• _Work required_: Leave out the pictures, and retype the remaining data exactly.

-- Record excerpts follows --

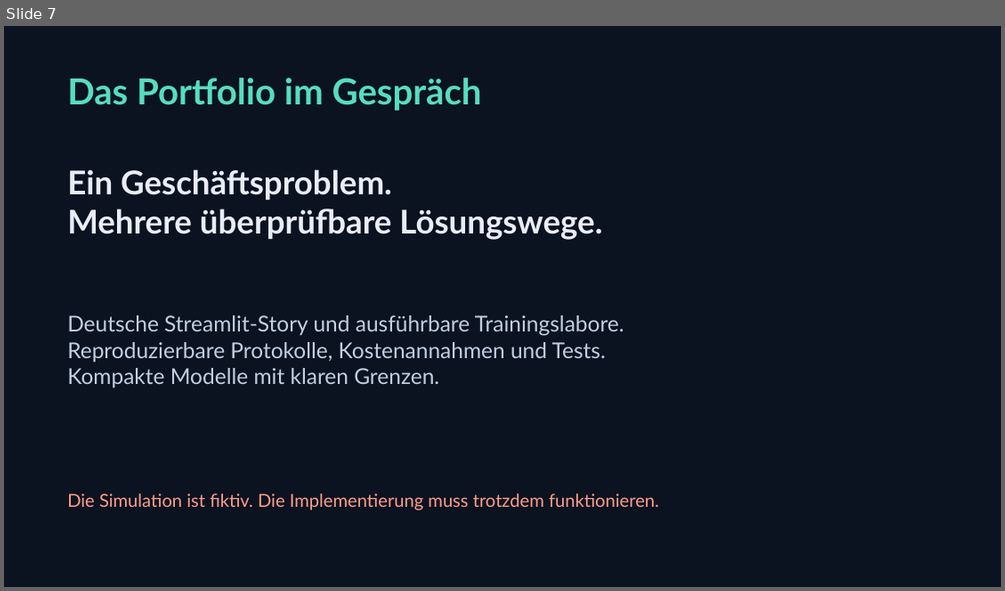
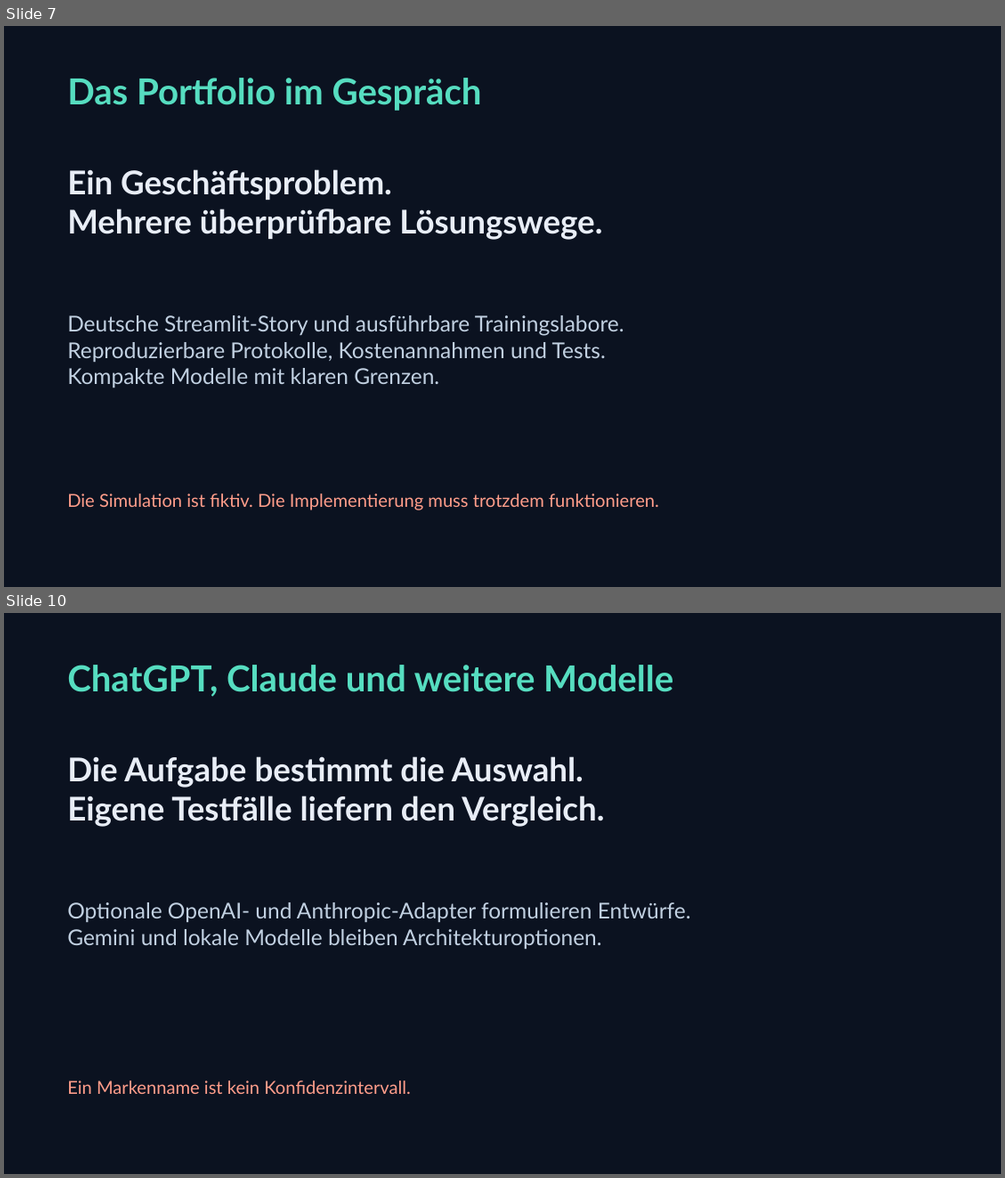
Before and after one commit to botsandbolts/Flight, a slide deck: assets/FLIGHT_Praesentation.pptx. Shown one above the other, each under a label of ours: slide 7 before the commit, slides 7 and 10 after it; the slides between them are not shown. The pictures are 1005x591 and 1005x1178 pixels, drawn with LibreOffice and Linux fonts; fonts in the diff are those of the drawing. Boxes give left, top, right and bottom in pixels: in the first picture for what was removed or moved away, otherwise in the second. Text is boxed around its words. In the diff, an @@ line names an element or a change of style, - is before the commit and + after.

Commit message:
Expand German AI organisation story, agent workflows, provider adapters and 15-slide presentation

```diff
--- a/assets/FLIGHT_Praesentation.pptx
+++ b/assets/FLIGHT_Praesentation.pptx
@@ slide 10 added at box(4, 613, 1001, 1174), background #0B1220 @@
@@ text added at box(67, 665, 673, 697), 34.5 pt, text #56DDC0, bold @@
+ChatGPT, Claude und weitere Modelle
@@ text added at box(67, 756, 604, 827), 31.5 pt, text #E8EDF6, bold @@
+Die Aufgabe bestimmt die Auswahl.
+Eigene Testfälle liefern den Vergleich.
@@ text added at box(67, 902, 691, 949), 21 pt, text #C1D0E1 @@
+Optionale OpenAI- und Anthropic-Adapter formulieren Entwürfe.
+Gemini und lokale Modelle bleiben Architekturoptionen.
@@ text added at box(67, 1080, 410, 1094), 17.2 pt, text #FF9D8A @@
+Ein Markenname ist kein Konfidenzintervall.
```
Also in this commit, not shown: 7 other slides added, 21 other files.

-- Record excerpts concluded --

• _Exercise answer_:
Before and after one commit to botsandbolts/Flight, a slide deck: assets/FLIGHT_Praesentation.pptx. Shown one above the other, each under a label of ours: slide 7 before the commit, slides 7 and 10 after it; the slides between them are not shown. The pictures are 1005x591 and 1005x1178 pixels, drawn with LibreOffice and Linux fonts; fonts in the diff are those of the drawing. Boxes give left, top, right and bottom in pixels: in the first picture for what was removed or moved away, otherwise in the second. Text is boxed around its words. In the diff, an @@ line names an element or a change of style, - is before the commit and + after.

Commit message:
Expand German AI organisation story, agent workflows, provider adapters and 15-slide presentation

```diff
--- a/assets/FLIGHT_Praesentation.pptx
+++ b/assets/FLIGHT_Praesentation.pptx
@@ slide 10 added at box(4, 613, 1001, 1174), background #0B1220 @@
@@ text added at box(67, 665, 673, 697), 34.5 pt, text #56DDC0, bold @@
+ChatGPT, Claude und weitere Modelle
@@ text added at box(67, 756, 604, 827), 31.5 pt, text #E8EDF6, bold @@
+Die Aufgabe bestimmt die Auswahl.
+Eigene Testfälle liefern den Vergleich.
@@ text added at box(67, 902, 691, 949), 21 pt, text #C1D0E1 @@
+Optionale OpenAI- und Anthropic-Adapter formulieren Entwürfe.
+Gemini und lokale Modelle bleiben Architekturoptionen.
@@ text added at box(67, 1080, 410, 1094), 17.2 pt, text #FF9D8A @@
+Ein Markenname ist kein Konfidenzintervall.
```
Also in this commit, not shown: 7 other slides added, 21 other files.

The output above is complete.